Volunteering – Organiser – UKC English Language and Linguistic Conference 2011, 2012

Contributor: Robyn

In 2011, I was one of three of the organisers for the Second UKC English Language and Linguistic Conference. I got involved with the committee, as I was already involved with the department through being Course rep. The Conference was made up of presentations from students at Kent, across all year groups, and students from other universities, including Edinburgh, Nottingham Trent, and Chichester. We also had Professor Jean Aitchison as our Keynote speaker, who did a talk on ‘English Today’. My main duties in the run up to the conference, were advertising and co-ordinating. On the day, I was able to make sure things ran smoothly. The conference was successful, and as a result we were able to acquire funding for a third conference.

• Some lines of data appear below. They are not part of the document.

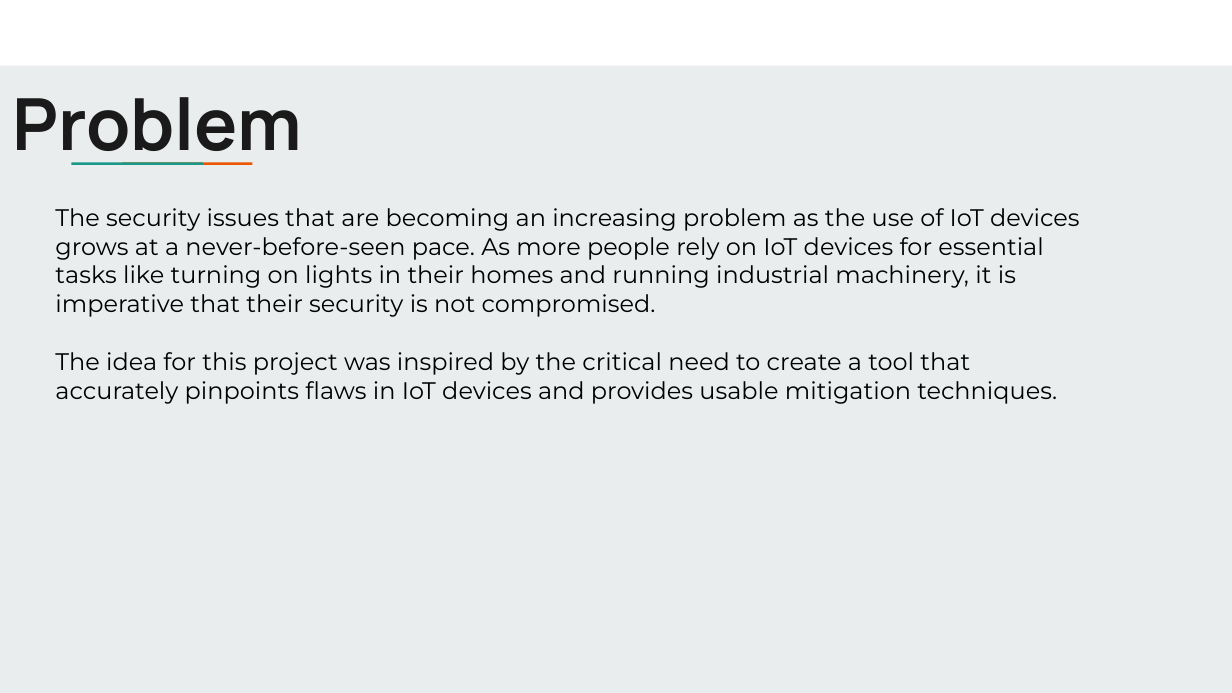
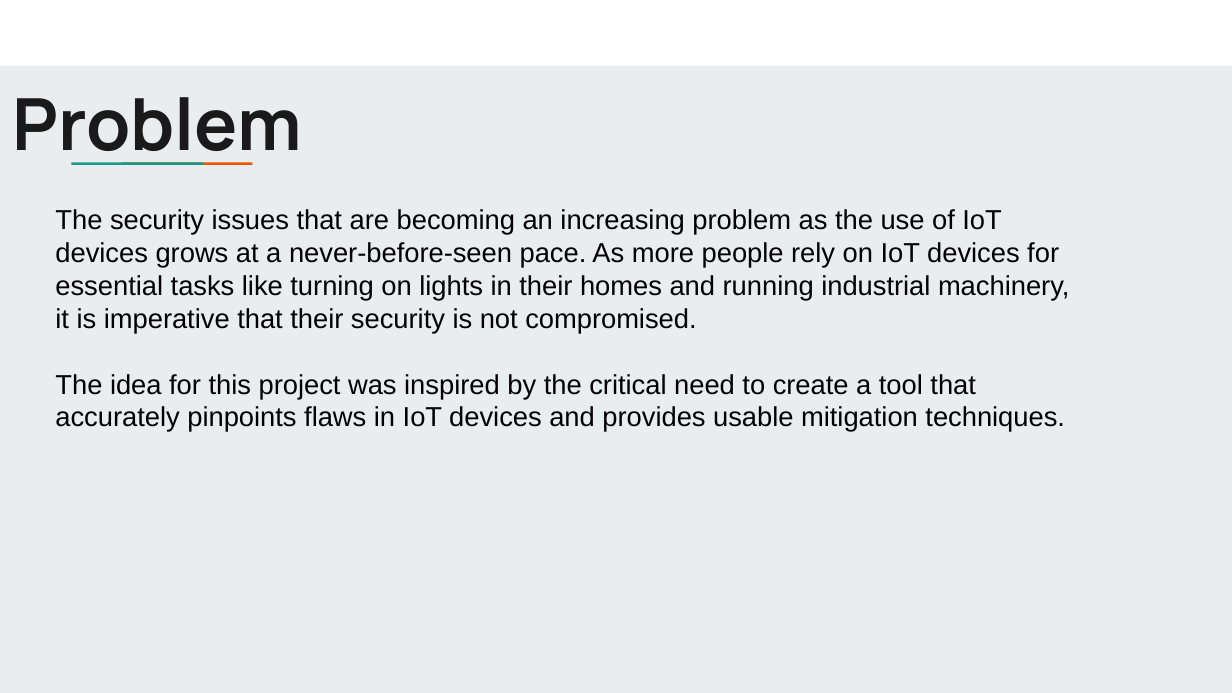
Before and after one commit to nagavenkatallu/IoTArM0r, a slide deck: slide 4 of IoTArM0r.pptx. Drawn at 1232x693 pixels with LibreOffice and Linux fonts; fonts in the diff are those of the drawing. Boxes give left, top, right and bottom in pixels: in the first picture for what was removed or moved away, otherwise in the second. Text is boxed around its words. In the diff, an @@ line names an element or a change of style, - is before the commit and + after.

```diff
--- a/IoTArM0r.pptx
+++ b/IoTArM0r.pptx
@@ text "The security issues that are ..." at bbox=[55, 209, 1069, 432]: size 14 to 16 pt, font Montserrat to Arial @@
```
Also in this commit, not shown: 6 other slides changed.

In 2012, I was one of a larger group of organisers, where my main duties were to distribute tasks, and promote the conference to a larger audience than previously. We were able to get two Keynote speakers, Professor Maggie Tallerman and Professor Martin Conboy. The good thing about organising a conference is that it gives you the chance to get experience in events planning, whilst it being an event that you are interested in. It gives you the chance to interact with students from other universities, and learn about things which you may not have studied. The bad thing about running a conference, is that it was hard getting people involved so close to exam term, as a lot of people are preoccupied with revision, and it can be difficult to balance the workload yourself. For anyone thinking about being involved in the organisation of a student conference, I would definitely recommend it. It’s a great way to build on organisational skills, as long as you know what responsibilities you can take on.